## Data records
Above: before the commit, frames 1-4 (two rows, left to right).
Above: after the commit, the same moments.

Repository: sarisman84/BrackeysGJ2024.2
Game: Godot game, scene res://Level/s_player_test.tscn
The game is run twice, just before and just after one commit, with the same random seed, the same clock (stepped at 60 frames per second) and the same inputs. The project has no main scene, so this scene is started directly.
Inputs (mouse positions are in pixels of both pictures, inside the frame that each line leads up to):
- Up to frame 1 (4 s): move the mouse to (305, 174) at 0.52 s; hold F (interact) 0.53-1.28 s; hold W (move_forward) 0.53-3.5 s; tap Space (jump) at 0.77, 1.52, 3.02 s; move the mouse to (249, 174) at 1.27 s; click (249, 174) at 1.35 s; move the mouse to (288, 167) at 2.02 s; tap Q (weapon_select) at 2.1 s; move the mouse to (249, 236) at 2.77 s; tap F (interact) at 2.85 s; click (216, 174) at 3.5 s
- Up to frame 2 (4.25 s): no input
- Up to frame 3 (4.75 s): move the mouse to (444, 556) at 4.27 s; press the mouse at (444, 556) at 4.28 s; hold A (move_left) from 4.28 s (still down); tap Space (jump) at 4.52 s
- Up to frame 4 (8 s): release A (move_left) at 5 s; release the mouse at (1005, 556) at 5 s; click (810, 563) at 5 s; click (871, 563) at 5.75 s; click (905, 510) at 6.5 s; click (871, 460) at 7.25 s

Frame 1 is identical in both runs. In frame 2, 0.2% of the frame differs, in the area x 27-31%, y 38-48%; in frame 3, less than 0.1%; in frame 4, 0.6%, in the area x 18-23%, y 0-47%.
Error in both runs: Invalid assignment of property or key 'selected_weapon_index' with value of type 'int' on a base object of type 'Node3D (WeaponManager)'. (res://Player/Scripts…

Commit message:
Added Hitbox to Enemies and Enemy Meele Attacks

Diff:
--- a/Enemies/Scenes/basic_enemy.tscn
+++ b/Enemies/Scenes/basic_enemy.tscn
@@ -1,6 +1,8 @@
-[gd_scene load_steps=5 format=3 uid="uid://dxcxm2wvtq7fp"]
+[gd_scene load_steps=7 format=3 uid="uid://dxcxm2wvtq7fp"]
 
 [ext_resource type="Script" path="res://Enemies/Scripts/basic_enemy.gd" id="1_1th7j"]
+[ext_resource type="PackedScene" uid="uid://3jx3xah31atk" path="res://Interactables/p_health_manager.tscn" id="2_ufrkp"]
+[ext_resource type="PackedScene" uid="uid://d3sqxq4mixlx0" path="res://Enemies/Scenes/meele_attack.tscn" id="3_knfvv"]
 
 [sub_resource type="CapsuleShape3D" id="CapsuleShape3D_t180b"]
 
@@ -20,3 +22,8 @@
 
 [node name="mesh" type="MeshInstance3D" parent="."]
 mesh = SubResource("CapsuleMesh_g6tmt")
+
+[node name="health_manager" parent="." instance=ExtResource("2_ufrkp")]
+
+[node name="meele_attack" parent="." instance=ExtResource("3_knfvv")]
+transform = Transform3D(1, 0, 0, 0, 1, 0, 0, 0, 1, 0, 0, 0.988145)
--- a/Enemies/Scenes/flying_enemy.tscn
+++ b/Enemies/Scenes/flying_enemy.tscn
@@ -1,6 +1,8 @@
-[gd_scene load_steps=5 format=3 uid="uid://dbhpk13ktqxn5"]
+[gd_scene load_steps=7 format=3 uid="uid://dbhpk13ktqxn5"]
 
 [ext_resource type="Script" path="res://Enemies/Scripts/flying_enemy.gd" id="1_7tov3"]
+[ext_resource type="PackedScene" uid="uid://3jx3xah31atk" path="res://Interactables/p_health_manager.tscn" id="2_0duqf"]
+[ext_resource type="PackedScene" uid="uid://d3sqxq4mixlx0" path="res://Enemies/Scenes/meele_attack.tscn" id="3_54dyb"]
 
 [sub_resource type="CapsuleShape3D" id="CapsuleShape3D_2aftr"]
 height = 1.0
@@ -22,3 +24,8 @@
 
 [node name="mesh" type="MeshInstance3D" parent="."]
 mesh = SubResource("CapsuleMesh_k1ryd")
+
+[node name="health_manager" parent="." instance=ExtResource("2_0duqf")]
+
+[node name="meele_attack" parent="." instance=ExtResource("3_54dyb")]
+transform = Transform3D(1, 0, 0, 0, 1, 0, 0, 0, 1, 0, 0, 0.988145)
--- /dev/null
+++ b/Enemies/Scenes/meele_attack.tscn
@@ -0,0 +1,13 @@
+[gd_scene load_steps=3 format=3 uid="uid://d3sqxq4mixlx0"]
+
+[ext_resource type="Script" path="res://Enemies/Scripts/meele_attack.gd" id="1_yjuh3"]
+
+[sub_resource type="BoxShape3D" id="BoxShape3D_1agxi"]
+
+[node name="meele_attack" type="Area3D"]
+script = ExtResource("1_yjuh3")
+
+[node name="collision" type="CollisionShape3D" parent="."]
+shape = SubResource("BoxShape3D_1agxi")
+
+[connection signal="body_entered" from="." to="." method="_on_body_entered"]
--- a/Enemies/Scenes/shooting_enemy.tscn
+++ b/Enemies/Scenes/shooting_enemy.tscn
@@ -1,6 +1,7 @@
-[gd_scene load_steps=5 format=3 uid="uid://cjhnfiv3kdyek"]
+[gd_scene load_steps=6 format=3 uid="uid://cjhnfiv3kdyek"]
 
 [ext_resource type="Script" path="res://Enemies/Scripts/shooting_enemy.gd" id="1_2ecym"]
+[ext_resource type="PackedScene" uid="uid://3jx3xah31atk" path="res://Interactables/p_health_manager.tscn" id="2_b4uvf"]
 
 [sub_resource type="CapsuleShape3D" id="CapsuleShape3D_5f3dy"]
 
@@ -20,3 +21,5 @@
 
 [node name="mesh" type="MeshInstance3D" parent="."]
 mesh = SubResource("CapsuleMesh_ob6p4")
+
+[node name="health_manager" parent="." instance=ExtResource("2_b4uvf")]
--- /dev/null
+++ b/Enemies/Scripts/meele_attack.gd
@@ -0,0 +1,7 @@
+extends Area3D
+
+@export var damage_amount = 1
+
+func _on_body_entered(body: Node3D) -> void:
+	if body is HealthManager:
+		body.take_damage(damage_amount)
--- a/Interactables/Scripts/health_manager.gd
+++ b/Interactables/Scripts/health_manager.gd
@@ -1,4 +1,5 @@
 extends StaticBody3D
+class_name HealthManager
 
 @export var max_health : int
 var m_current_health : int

## REQUIREMENT
Transcribe each record above exactly. Skip none.

## SOLUTION TO THIS PROBLEM
Above: before the commit, frames 1-4 (two rows, left to right).
Above: after the commit, the same moments.

Repository: sarisman84/BrackeysGJ2024.2
Game: Godot game, scene res://Level/s_player_test.tscn
The game is run twice, just before and just after one commit, with the same random seed, the same clock (stepped at 60 frames per second) and the same inputs. The project has no main scene, so this scene is started directly.
Inputs (mouse positions are in pixels of both pictures, inside the frame that each line leads up to):
- Up to frame 1 (4 s): move the mouse to (305, 174) at 0.52 s; hold F (interact) 0.53-1.28 s; hold W (move_forward) 0.53-3.5 s; tap Space (jump) at 0.77, 1.52, 3.02 s; move the mouse to (249, 174) at 1.27 s; click (249, 174) at 1.35 s; move the mouse to (288, 167) at 2.02 s; tap Q (weapon_select) at 2.1 s; move the mouse to (249, 236) at 2.77 s; tap F (interact) at 2.85 s; click (216, 174) at 3.5 s
- Up to frame 2 (4.25 s): no input
- Up to frame 3 (4.75 s): move the mouse to (444, 556) at 4.27 s; press the mouse at (444, 556) at 4.28 s; hold A (move_left) from 4.28 s (still down); tap Space (jump) at 4.52 s
- Up to frame 4 (8 s): release A (move_left) at 5 s; release the mouse at (1005, 556) at 5 s; click (810, 563) at 5 s; click (871, 563) at 5.75 s; click (905, 510) at 6.5 s; click (871, 460) at 7.25 s

Frame 1 is identical in both runs. In frame 2, 0.2% of the frame differs, in the area x 27-31%, y 38-48%; in frame 3, less than 0.1%; in frame 4, 0.6%, in the area x 18-23%, y 0-47%.
Error in both runs: Invalid assignment of property or key 'selected_weapon_index' with value of type 'int' on a base object of type 'Node3D (WeaponManager)'. (res://Player/Scripts…

Commit message:
Added Hitbox to Enemies and Enemy Meele Attacks

Diff:
--- a/Enemies/Scenes/basic_enemy.tscn
+++ b/Enemies/Scenes/basic_enemy.tscn
@@ -1,6 +1,8 @@
-[gd_scene load_steps=5 format=3 uid="uid://dxcxm2wvtq7fp"]
+[gd_scene load_steps=7 format=3 uid="uid://dxcxm2wvtq7fp"]
 
 [ext_resource type="Script" path="res://Enemies/Scripts/basic_enemy.gd" id="1_1th7j"]
+[ext_resource type="PackedScene" uid="uid://3jx3xah31atk" path="res://Interactables/p_health_manager.tscn" id="2_ufrkp"]
+[ext_resource type="PackedScene" uid="uid://d3sqxq4mixlx0" path="res://Enemies/Scenes/meele_attack.tscn" id="3_knfvv"]
 
 [sub_resource type="CapsuleShape3D" id="CapsuleShape3D_t180b"]
 
@@ -20,3 +22,8 @@
 
 [node name="mesh" type="MeshInstance3D" parent="."]
 mesh = SubResource("CapsuleMesh_g6tmt")
+
+[node name="health_manager" parent="." instance=ExtResource("2_ufrkp")]
+
+[node name="meele_attack" parent="." instance=ExtResource("3_knfvv")]
+transform = Transform3D(1, 0, 0, 0, 1, 0, 0, 0, 1, 0, 0, 0.988145)
--- a/Enemies/Scenes/flying_enemy.tscn
+++ b/Enemies/Scenes/flying_enemy.tscn
@@ -1,6 +1,8 @@
-[gd_scene load_steps=5 format=3 uid="uid://dbhpk13ktqxn5"]
+[gd_scene load_steps=7 format=3 uid="uid://dbhpk13ktqxn5"]
 
 [ext_resource type="Script" path="res://Enemies/Scripts/flying_enemy.gd" id="1_7tov3"]
+[ext_resource type="PackedScene" uid="uid://3jx3xah31atk" path="res://Interactables/p_health_manager.tscn" id="2_0duqf"]
+[ext_resource type="PackedScene" uid="uid://d3sqxq4mixlx0" path="res://Enemies/Scenes/meele_attack.tscn" id="3_54dyb"]
 
 [sub_resource type="CapsuleShape3D" id="CapsuleShape3D_2aftr"]
 height = 1.0
@@ -22,3 +24,8 @@
 
 [node name="mesh" type="MeshInstance3D" parent="."]
 mesh = SubResource("CapsuleMesh_k1ryd")
+
+[node name="health_manager" parent="." instance=ExtResource("2_0duqf")]
+
+[node name="meele_attack" parent="." instance=ExtResource("3_54dyb")]
+transform = Transform3D(1, 0, 0, 0, 1, 0, 0, 0, 1, 0, 0, 0.988145)
--- /dev/null
+++ b/Enemies/Scenes/meele_attack.tscn
@@ -0,0 +1,13 @@
+[gd_scene load_steps=3 format=3 uid="uid://d3sqxq4mixlx0"]
+
+[ext_resource type="Script" path="res://Enemies/Scripts/meele_attack.gd" id="1_yjuh3"]
+
+[sub_resource type="BoxShape3D" id="BoxShape3D_1agxi"]
+
+[node name="meele_attack" type="Area3D"]
+script = ExtResource("1_yjuh3")
+
+[node name="collision" type="CollisionShape3D" parent="."]
+shape = SubResource("BoxShape3D_1agxi")
+
+[connection signal="body_entered" from="." to="." method="_on_body_entered"]
--- a/Enemies/Scenes/shooting_enemy.tscn
+++ b/Enemies/Scenes/shooting_enemy.tscn
@@ -1,6 +1,7 @@
-[gd_scene load_steps=5 format=3 uid="uid://cjhnfiv3kdyek"]
+[gd_scene load_steps=6 format=3 uid="uid://cjhnfiv3kdyek"]
 
 [ext_resource type="Script" path="res://Enemies/Scripts/shooting_enemy.gd" id="1_2ecym"]
+[ext_resource type="PackedScene" uid="uid://3jx3xah31atk" path="res://Interactables/p_health_manager.tscn" id="2_b4uvf"]
 
 [sub_resource type="CapsuleShape3D" id="CapsuleShape3D_5f3dy"]
 
@@ -20,3 +21,5 @@
 
 [node name="mesh" type="MeshInstance3D" parent="."]
 mesh = SubResource("CapsuleMesh_ob6p4")
+
+[node name="health_manager" parent="." instance=ExtResource("2_b4uvf")]
--- /dev/null
+++ b/Enemies/Scripts/meele_attack.gd
@@ -0,0 +1,7 @@
+extends Area3D
+
+@export var damage_amount = 1
+
+func _on_body_entered(body: Node3D) -> void:
+	if body is HealthManager:
+		body.take_damage(damage_amount)
--- a/Interactables/Scripts/health_manager.gd
+++ b/Interactables/Scripts/health_manager.gd
@@ -1,4 +1,5 @@
 extends StaticBody3D
+class_name HealthManager
 
 @export var max_health : int
 var m_current_health : int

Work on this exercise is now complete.